My Log, My Goals

Here is the deal, ive havent worked out for over a year and a half. I just started again 6 weeks ago, and i must say im back to loving going to the gym.
Since getting back into lifting, ive been log onto this site for hours at a time just soaking everything in, and i have decided to make a log of my progress on here as motivation to keep pushing.

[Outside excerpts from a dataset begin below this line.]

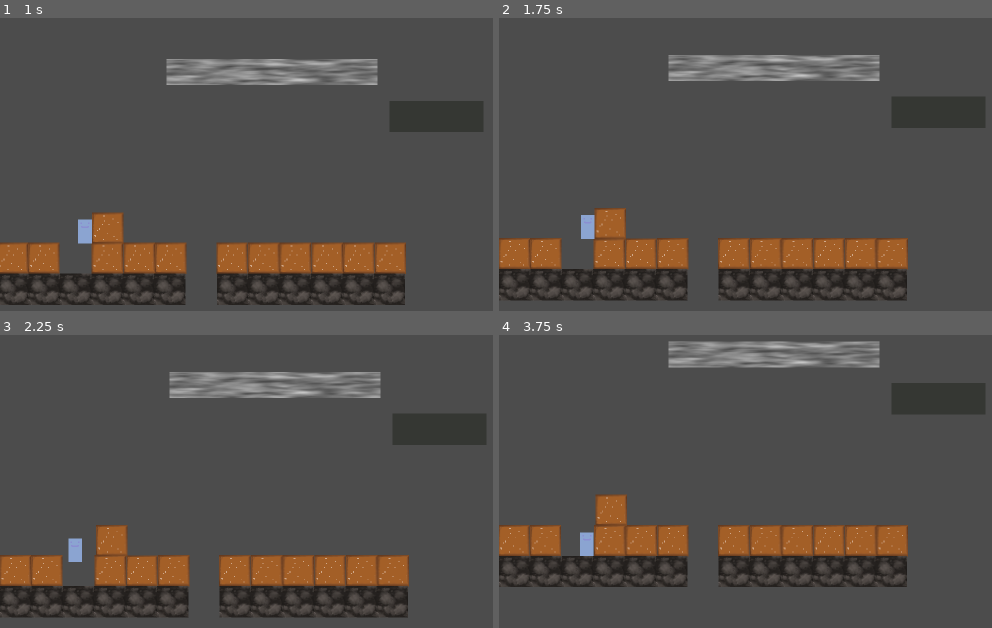
Above: before the commit, frames 1-4 (two rows, left to right).
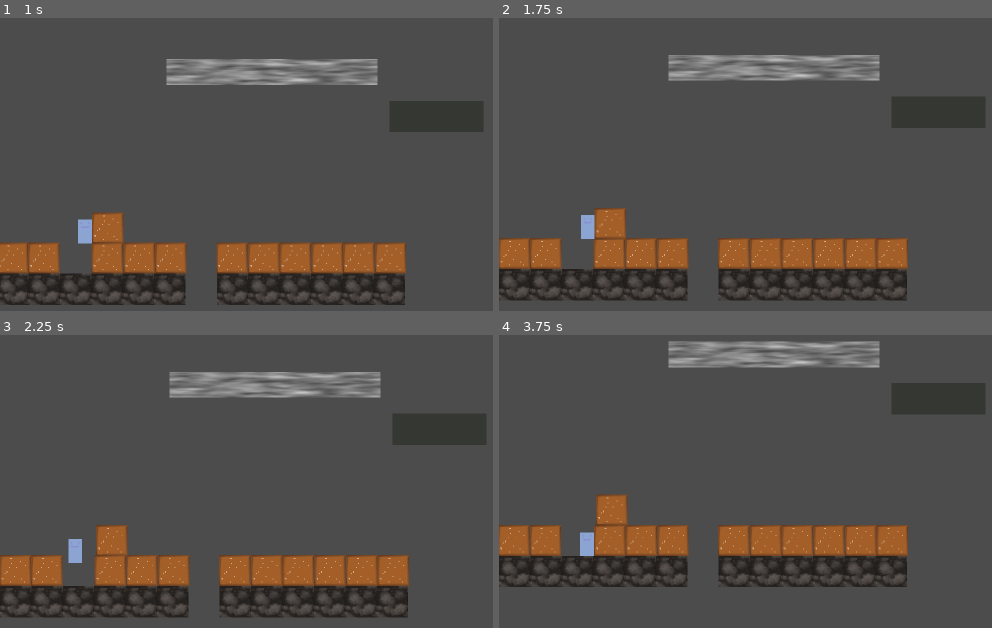
Above: after the commit, the same moments.

Repository: TraceMyers/Godot-Wild-15-Islands
Game: Godot game, scene res://src/main/Game.tscn
Two runs of this game, one before a commit and one after it. Both use one fixed random seed, a clock stepped at 60 frames per second and the inputs below.
Inputs:
- Up to frame 1 (1 s): hold Right (ui_right) from 0.53 s (still down); tap S (ui_accept) at 0.77 s
- Up to frame 2 (1.75 s): keep holding Right (ui_right); tap S (ui_accept) at 1.52 s
- Up to frame 3 (2.25 s): tap Enter at 2 s; release Right (ui_right) at 2.03 s; hold Left (ui_left) from 2.03 s (still down)
- Up to frame 4 (3.75 s): release Left (ui_left) at 2.78 s; hold Right (ui_right) from 2.78 s (still down); tap S (ui_accept) at 3.02, 3.5 s

Frame 1 is identical in both runs. In frame 2, 0.1% of the frame differs, in the area x 4-82%, y 21-85%; in frame 3, 0.1%; in frame 4, less than 0.1%.

Commit message:
fixing player jump and cloud movement

Diff:
--- a/src/blocks/DirtBlock.gd
+++ b/src/blocks/DirtBlock.gd
@@ -64,5 +64,5 @@
 
 func _on_DetectCeiling_body_entered(body):
 	if "cloud" in body.name:
-		position.y += -200
+		body.get_node("CollisionPolygon2D").call_deferred("set_disabled",true)
 	pass # Replace with function body.
--- a/src/blocks/DirtBlock.tscn
+++ b/src/blocks/DirtBlock.tscn
@@ -27,6 +27,7 @@
 
 [node name="CollisionPolygon2D" type="CollisionShape2D" parent="."]
 shape = SubResource( 1 )
+one_way_collision_margin = 3.0
 
 [node name="SeedSprite" type="Sprite" parent="."]
 scale = Vector2( 0.5, 0.5 )
--- a/src/blocks/cloud.gd
+++ b/src/blocks/cloud.gd
@@ -12,4 +12,12 @@
 
 func bounce():
 	$AnimationPlayer.play("bounce")
+	yield($AnimationPlayer,"animation_finished")
 	pass
+
+
+
+func _on_Area2D_body_entered(body):
+	#$CollisionPolygon2D.set_disabled(false)
+	get_node("CollisionPolygon2D").call_deferred("set_disabled",false)
+	pass # Replace with function body.
--- a/src/blocks/cloud.tscn
+++ b/src/blocks/cloud.tscn
@@ -10,7 +10,6 @@
 
 [sub_resource type="Animation" id=3]
 resource_name = "bounce"
-length = 1.5
 tracks/0/type = "value"
 tracks/0/path = NodePath(".:position")
 tracks/0/interp = 2
@@ -18,11 +17,14 @@
 tracks/0/imported = false
 tracks/0/enabled = true
 tracks/0/keys = {
-"times": PoolRealArray( 0, 0.7, 1.5 ),
+"times": PoolRealArray( 0, 0.5, 0.9 ),
 "transitions": PoolRealArray( 1, 1, 1 ),
 "update": 0,
 "values": [ Vector2( 0, 0 ), Vector2( 0, 10.07 ), Vector2( 0, 0 ) ]
 }
+
+[sub_resource type="RectangleShape2D" id=4]
+extents = Vector2( 69.0799, 2.91705 )
 
 [node name="cloud" type="Node2D"]
 
@@ -43,3 +45,10 @@
 
 [node name="AnimationPlayer" type="AnimationPlayer" parent="cloud"]
 anims/bounce = SubResource( 3 )
+
+[node name="Area2D" type="Area2D" parent="cloud"]
+
+[node name="CollisionShape2D" type="CollisionShape2D" parent="cloud/Area2D"]
+position = Vector2( 0, -38.86 )
+shape = SubResource( 4 )
+[connection signal="body_entered" from="cloud/Area2D" to="cloud" method="_on_Area2D_body_entered"]
--- a/src/player/Shaun.gd
+++ b/src/player/Shaun.gd
@@ -5,10 +5,11 @@
 const MAX_X_SPEED : float = 200.0
 const MIN_X_SPEED : float = 8.0
 const INIT_JUMP_SPEED : float = -440.0
-const MAX_Y_SPEED : float = 800.0
+const MAX_Y_SPEED : float = 1000.0
 const GRAVITY : float = 24.0
 const CREATE_BLOCK_MOVE : float = -80.0
 
+var jumpCount =2
 var hard_land : bool = false
 var velocity := Vector2()
 var move_x_input : bool = false
@@ -29,7 +30,7 @@
 	if d_block != null:
 		d_block.bounce()
 		pass
-	if velocity.y>600 :
+	if velocity.y>850 :
 		print( velocity.y)
 		hard_land = true
 	if velocity.y < MAX_Y_SPEED:
@@ -38,6 +39,7 @@
 		elif not is_on_floor():
 			velocity.y += GRAVITY
 		else:
+			jumpCount =2
 			if hard_land:
 				hard_land= false
 				hard_land()
@@ -64,7 +66,11 @@
 	move_x_input = true
 
 func _UserInput_init_jump():
-	jump_input = true
+	if jumpCount!=0:
+		jump_input = true
+		jumpCount-=1
+	else:
+		jump_input =false
 
 func _UserInput_jump_higher():
 	if not is_on_floor() and velocity.y < 0:
Not shown: 1 places in src/blocks/cloud.tscn that only renumber resources
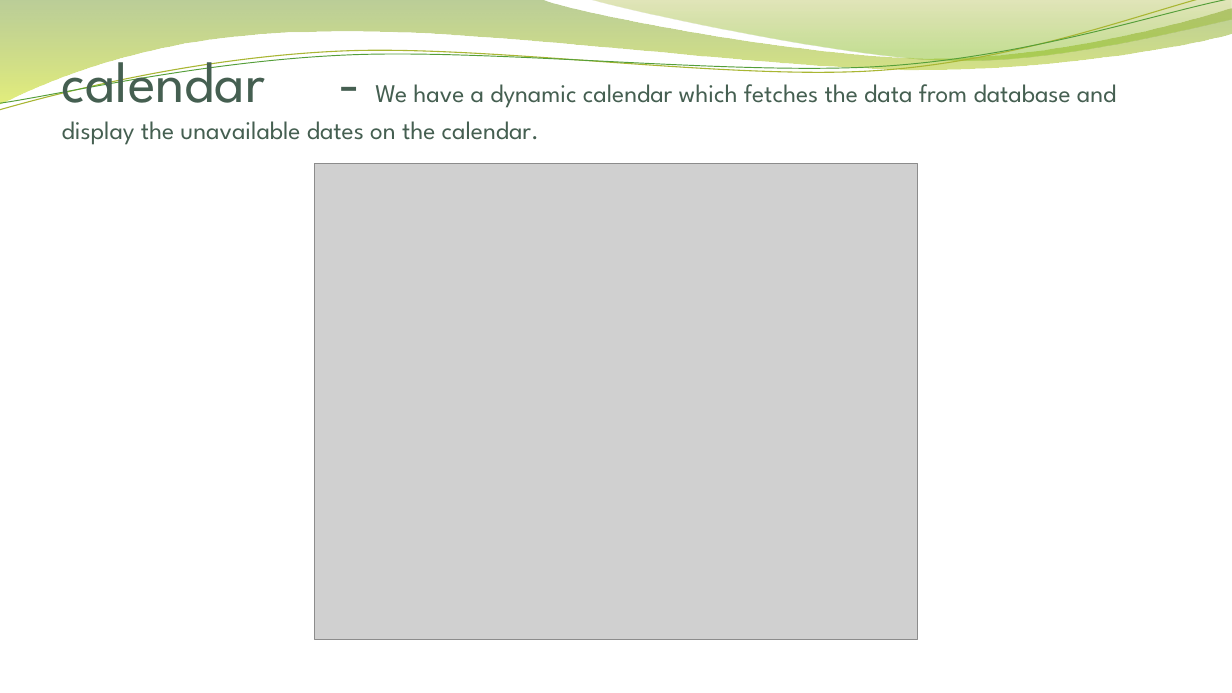
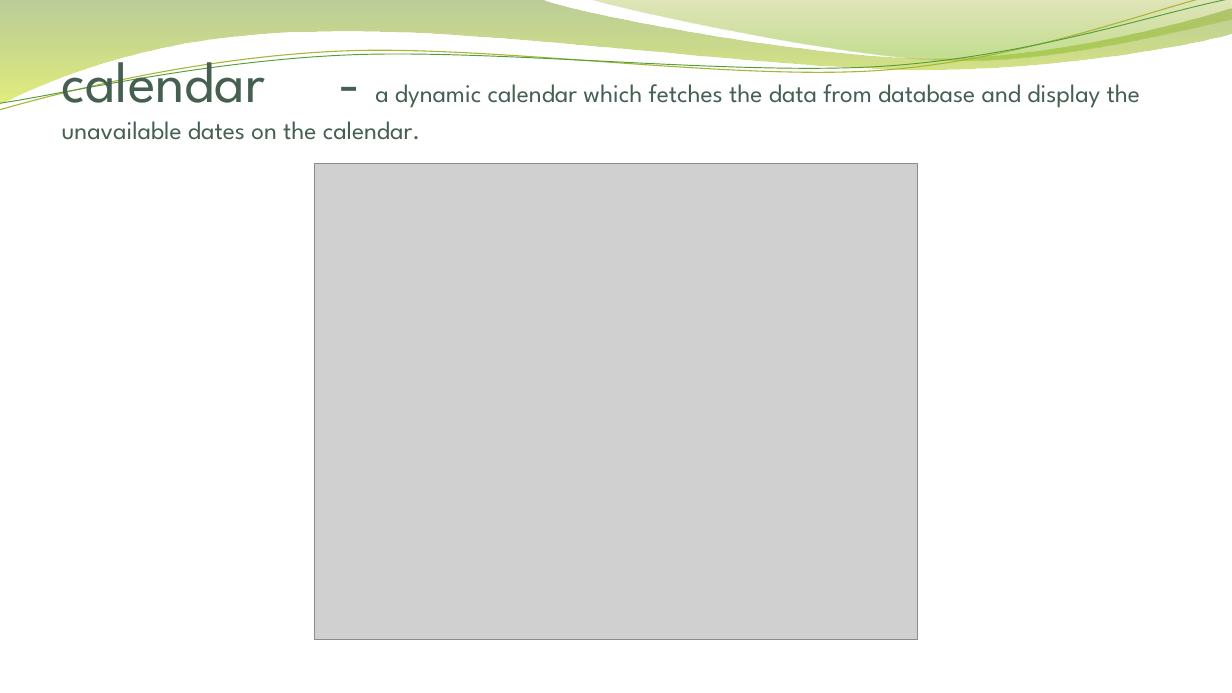
Before and after one commit to QianGaoProject/php, a slide deck: slide 4 of presentation/easy move_DF.pptx. Drawn at 1232x693 pixels with LibreOffice and Linux fonts; fonts in the diff are those of the drawing; grey boxes stand for pictures; background and template pictures are left out. Boxes give left, top, right and bottom in pixels: in the first picture for what was removed or moved away, otherwise in the second. Text is boxed around its words. In the diff, an @@ line names an element or a change of style, - is before the commit and + after.

```diff
--- a/presentation/easy move_DF.pptx
+++ b/presentation/easy move_DF.pptx
@@ title at [62, 44, 1140, 140]: text changed @@
-calendar - We have a dynamic calendar which fetches the data from database and display the unavailable dates on the calendar.
+calendar - a dynamic calendar which fetches the data from database and display the unavailable dates on the calendar.
```
Also in this commit, not shown: 1 other slide changed, 4 slides added.
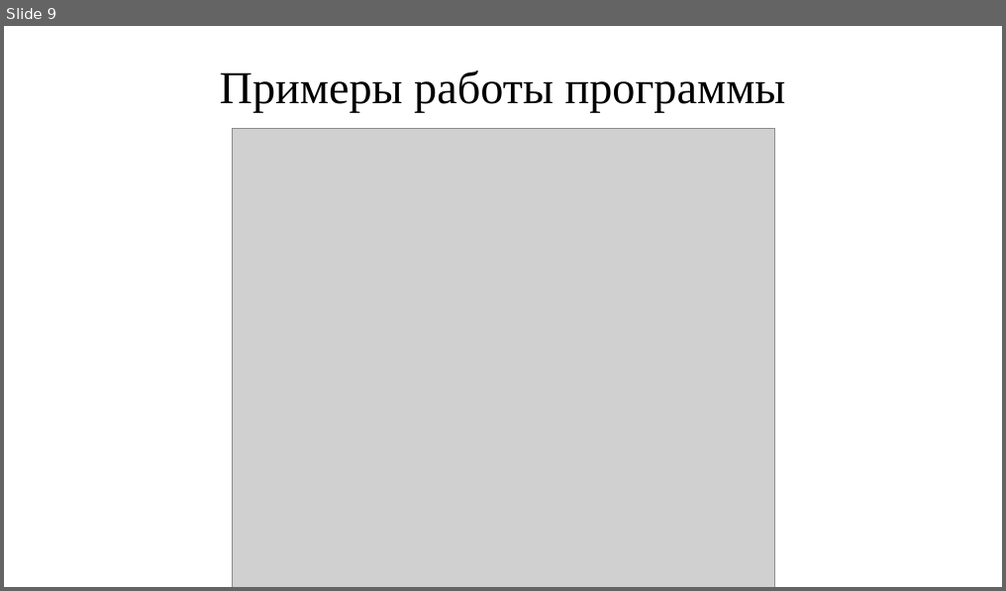
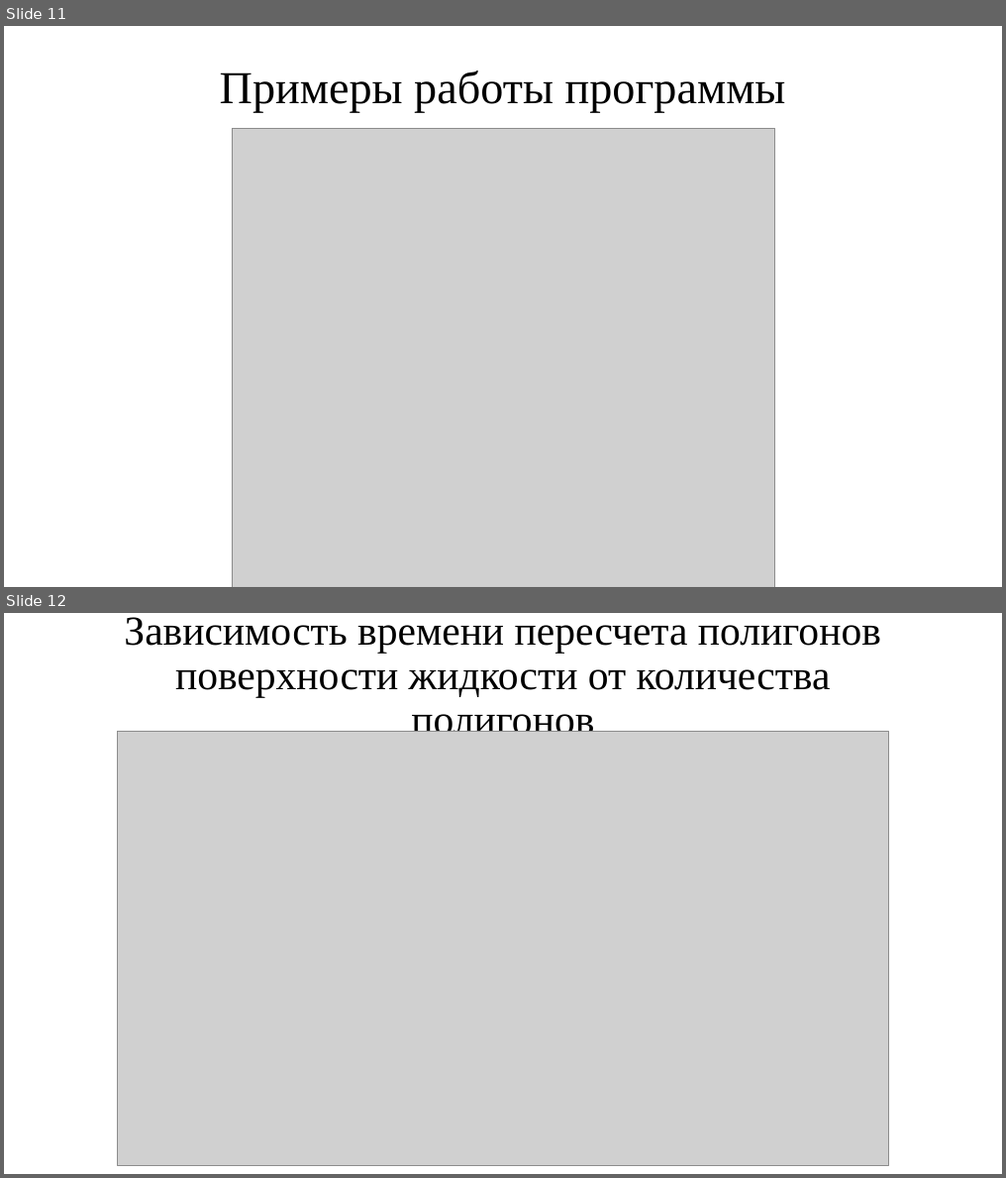
Before and after one commit to EmirShimshir/BMSTU_sem5_CG_CUR, a slide deck: doc/pres.pptx. Shown one above the other, each under a label of ours: slide 9 before the commit, slides 11 and 12 after it. The pictures are 1006x591 and 1006x1178 pixels, drawn with LibreOffice and Linux fonts; fonts in the diff are those of the drawing; grey boxes stand for pictures. Boxes give left, top, right and bottom in pixels: in the first picture for what was removed or moved away, otherwise in the second. Text is boxed around its words. In the diff, an @@ line names an element or a change of style, - is before the commit and + after.

```diff
--- a/doc/pres.pptx
+++ b/doc/pres.pptx
@@ slide 12 added at (x1=4, y1=613, x2=1002, y2=1174), background #FFFFFF @@
@@ title added at (x1=124, y1=617, x2=881, y2=742), 39.6 pt, text #000000 @@
+Зависимость времени пересчета полигонов поверхности жидкости от количества полигонов
@@ picture added at (x1=117, y1=732, x2=889, y2=1166) @@
@@ what was slide 9 is now slide 11 @@
```
Also in this commit, not shown: 5 slides changed, 3 other slides added, 6 other files.
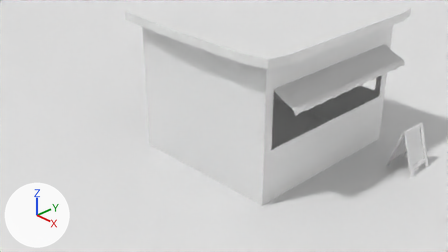
A saved change to the Blender file Blender/imainiginations.blend.
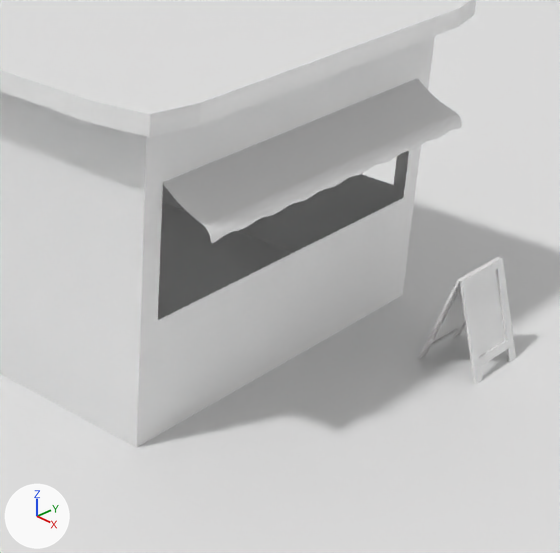
Old and new are each drawn from the file's camera 'Camera' and again close up on the part from 45% to 100% of the width and 4% to 100% of the height. Every picture has the same lights, and +X, +Y and +Z are marked at lower left. The last two pictures show the newer version.
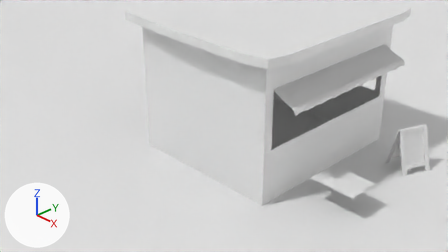
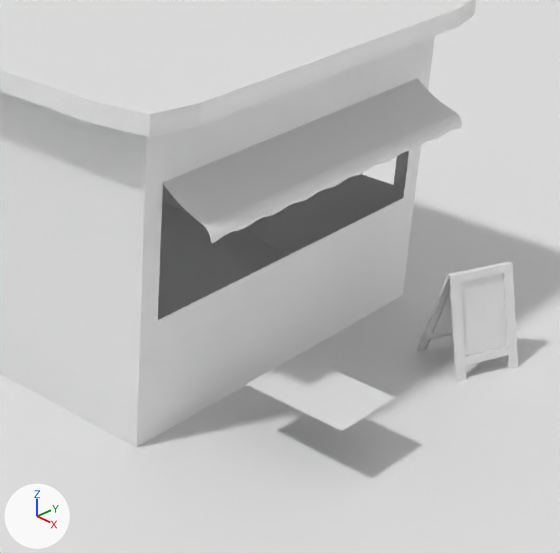
Commit message: added another plane to model another stool

Where the change shows, as pixel boxes [x1, y1, x2, y2] in the close-ups (560 x 553 px):
'Plane.005', turned: before [418, 257, 516, 384]; after [417, 261, 518, 382]
'Plane.006', added: after [247, 354, 395, 431]

The change, as a diff of the scene's bpy script:
```diff
--- a/Blender/imainiginations.blend.py
+++ b/Blender/imainiginations.blend.py
@@ ob_plane_005 @@
 ob_plane_005.location = (3.142, 1.029, -0.044)
+ob_plane_005.rotation_euler = (0.0, 0.0, -0.361)  # degrees (0, 0, -21)
 ob_plane_005.scale = (0.315, 0.253, 0.191)
@@ ob_plane_006 @@
+ob_plane_006 = bpy.data.objects.new('Plane.006', me_plane_004.copy())  # the mesh of ob_plane_004
+ob_plane_006.location = (3.076, -0.609, 0.398)
+ob_plane_006.scale = (0.364, 0.269, 0.364)
```

My main goals for the end of Feb 07 are

 - Bench Press 405 for 5 reps   
 - Squat 675 for 5 reps 
 - Deadlift 675 for 3 reps 
 - Military Press 315 for 5 reps
 - Weight 265-285

Now here is were im at now for all of the above

 - Bench 315 for 3 reps
 - Squat 495 for 5 reps
 - Dead 495 for 3 reps 
 - Military Press 185 for 3 reps
 - Weight 390

Now i know these are some high goals, but lile i said, ive missed over a yr of lifting, and before i stopped i was squating 595 for reps of 6, deadlifting 595 for 2 reps, Military pressing 225 for 5 reps and benching 365 for 1 rep. So im counting on regaining alot of that over the next couple months, if not sooner at the pace im at right now.

Also i know my bench goal isnt as high as the rest, but its because over the years ive been a slow gainer in bench, but a fast gainer in deads, squat. So ill be happy to break the 4 plate mark on bench.

For a program im using a 4 day a week work out of

- Mon Heavy Back, traps, Light legs
- Tues Heavy Tri's Chest
- Thurs Heavy Legs, Back, 
- Fri Heavy Shoulders, chest, tri's

Basically its Deads mon, Bench Tues, Squat thurs, Military Fri

For cardio im going to fill it on my off days.

For diet, im eating lean meats, fish, with alot of green veggies. With fruit, and light carbs, no junk.

Also drinking a min of a gallon a day in water.

Ill be updating my progress on this thread at the end of each month with my current weights for everything. Also im using reps with wieghts, because i lift alone, and maxing out isnt something ive done since ive started again, and i dont think i will max out for awhile either, i just dont need to right now, i shooting to just loose weight, get stronger and add muscle.

[quote]xvayne wrote:
My main goals for the end of Feb 07 are

 - Bench Press 405 for 5 reps   
 - Squat 675 for 5 reps 
 - Deadlift 675 for 3 reps 
 - Military Press 315 for 5 reps
 - Weight 265-285

Now here is were im at now for all of the above

 - Bench 315 for 3 reps
 - Squat 495 for 5 reps
 - Dead 495 for 3 reps 
 - Military Press 185 for 3 reps
 - Weight 390[/quote]

So let me do a quick recap…you want to drop over 100 pounds of bodyweight while simultaneously adding 90 to your bench, 180 to your squat, 180 to your deadlift, and 130 to your military press? All in 6 months?

Brother man, if you achieve all of these goals, I’ll eat my keyboard and never post here again. I don’t know, man. That sounds like a lot to shoot for. I’d rather see you prioritize one particular goal, either hitting the strength marks or hitting the bodyweight, and go at that one hardcore, rather than being distracted about losing fat, retaining muscle and strength, and still stress about making progress in your numbers.

If you can do it, more power to 'ya. But I think it would be more effective taking it one smaller goal at a time, even though any of those don’t really qualify as “smaller” goals.

I do really like the 4-day set-up, each day focusing on a different lift. I’ve had some clients do very well on programs framed like that. The key is to avoid overtraining any particular muscle group, which is best done by being selective in the exercises you use. What do your workouts look like, exercise/set/rep-wise? And what are you doing for cardio? It almost sounds like you’re treating cardio work as an afterthought.